Cheung’s paintings often emerge without sketches or references, beginning instead from thin veils of oil that evolve intuitively. The process becomes an excavation of the subconscious—layers of color are rubbed, scraped, and washed, as if the artist were uncovering an image hidden beneath the surface of the mind. What materializes are dreamlike environments suspended between the familiar and the spectral, hovering at the edge of recollection, where certainty dissolves into haze.

 

The monumental flow of void, 2025,  measuring two by four meters, anchors the exhibition. A seated figure, viewed from behind in a gesture reminiscent of the Rückenfigur of Romantic painting, gazes toward a fractured interior. Books scatter around her feet, pages dissolving into pools of ochre and rose.

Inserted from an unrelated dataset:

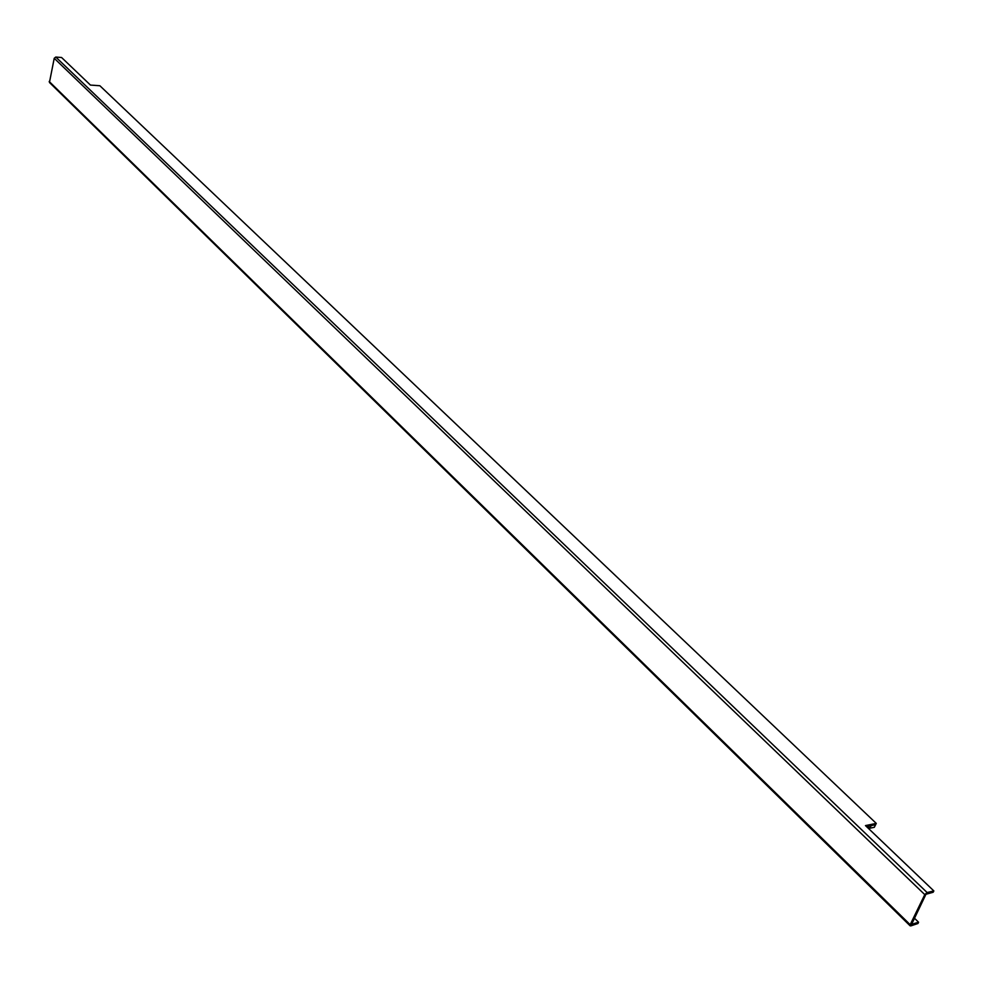<?xml version="1.0" encoding="UTF-8"?>
<svg xmlns="http://www.w3.org/2000/svg" width="983" height="983" viewBox="0 0 983 983"><rect width="100%" height="100%" fill="white"/><g stroke="black" fill="none" stroke-linecap="round" stroke-linejoin="round"><path stroke-width="1.47" d="M911.302 924.425L918.564 922.214L917.987 923.492L910.909 925.875L910.123 925.814L910.184 924.684L924.782 894.616L927.104 892.527L933.85 890.93L865.47 825.597L876.271 823.398L875.62 824.7L866.49 826.568M910.123 925.814L49.445 82.474L54.225 58.292L55.785 57.051L61.585 57.505L90.448 85.079L99.873 85.742L876.271 823.398M933.85 890.93L933.162 892.257L925.937 894.284L911.487 924.598M918.564 922.214L914.362 918.122M871.184 825.609L875.62 824.7L874.317 827.305L869.881 828.214L871.184 825.609M869.881 828.214L867.854 826.285M55.785 57.051L927.104 892.527L926.416 893.854M54.225 58.292L924.782 894.616M49.175 81.466L910.184 924.684L911.339 924.352"/></g></svg>
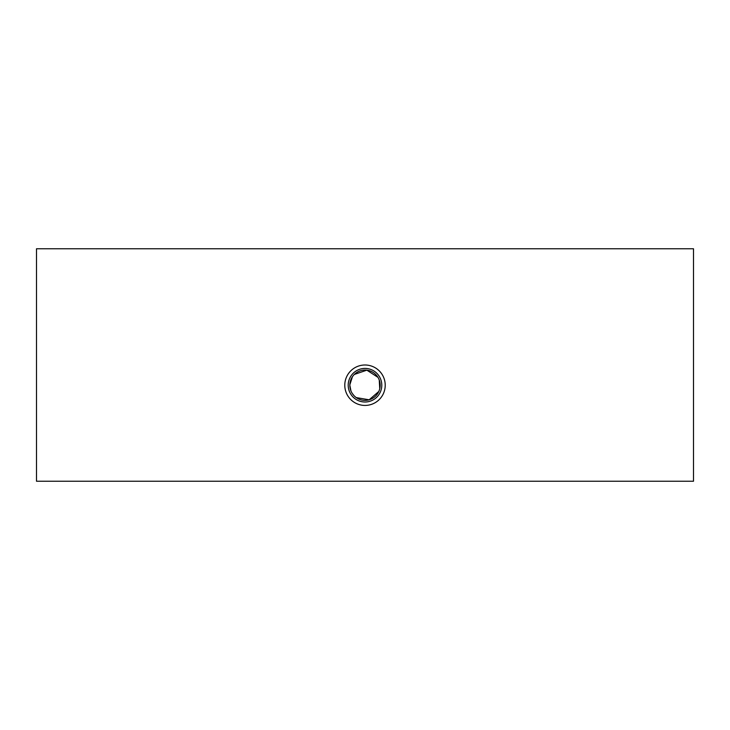 <?xml version="1.0" encoding="UTF-8"?>
<svg xmlns="http://www.w3.org/2000/svg" width="730" height="730" viewBox="0 0 730 730"><rect width="100%" height="100%" fill="white"/><g stroke="black" fill="none" stroke-linecap="round" stroke-linejoin="round"><path stroke-width="1.09" d="M693.5 248.766L693.5 481.234L36.5 481.234L36.5 248.766L693.5 248.766M344.788 385.212A20.212 20.212 0 0 0 375.111 402.723A20.212 20.212 0 0 0 375.111 367.71A20.212 20.212 0 0 0 344.788 385.212M349.834 385.212A15.166 15.166 0 0 0 372.583 398.343A15.166 15.166 0 0 0 372.583 372.081A15.166 15.166 0 0 0 349.834 385.212L350.938 390.879M352.252 393.434L354.041 395.696M356.24 397.585L369.152 399.803L378.824 391.453M379.746 388.734L379.253 380.038M377.957 377.346L366.862 370.165L354.333 374.435M352.417 376.762L349.843 384.801M348.201 385.212A16.799 16.799 0 0 0 373.395 399.757A16.799 16.799 0 0 0 373.395 370.667A16.799 16.799 0 0 0 348.201 385.212"/></g></svg>

At the canvas’s edge, the image seems to peel away—memory unspooling, slipping beyond grasp. To the right, a sequence of box-like forms evoke flickering television screens gone static: symbols of disconnection and the uncanny silence that follows the end of transmission. The composition—at once intimate and disorienting—mirrors the oscillation between presence and absence that defines much of Cheung’s work.  

 

In between slumbers, the artist turns inward, capturing the liminal state between wakefulness and sleep. Lemon yellows, burnt oranges, and umber tones coalesce into a scene that feels both domestic and hallucinatory—a draped fabric, perhaps a tent or cocoon, illuminated by an internal glow. “It explores the space between reality and dreams,” he notes, recalling a period of insomnia when perception sharpened into something at once hyperreal and surreal. The chromatic warmth suggests a state of suspension: the heightened clarity that comes from sleeplessness, when thoughts drift and fuse like colors on wet linen.

 

In the exhibition, each painting becomes a vessel for transformation: an emotion perceived, reimagined, and re-experienced through paint. As Cheung observes, “Different minds will find different meanings and connections within the paintings. This openness to individual interpretation is something I find very interesting—it invites diversity.”

 

In starlight beneath the wavy leaves, memory is not a static archive but a living current, where loss and illumination coexist. The paintings shimmer with the residue of what has passed, capturing the delicate balance between holding on and letting go—the brief gleam of a sunbeam, lent to us too briefly.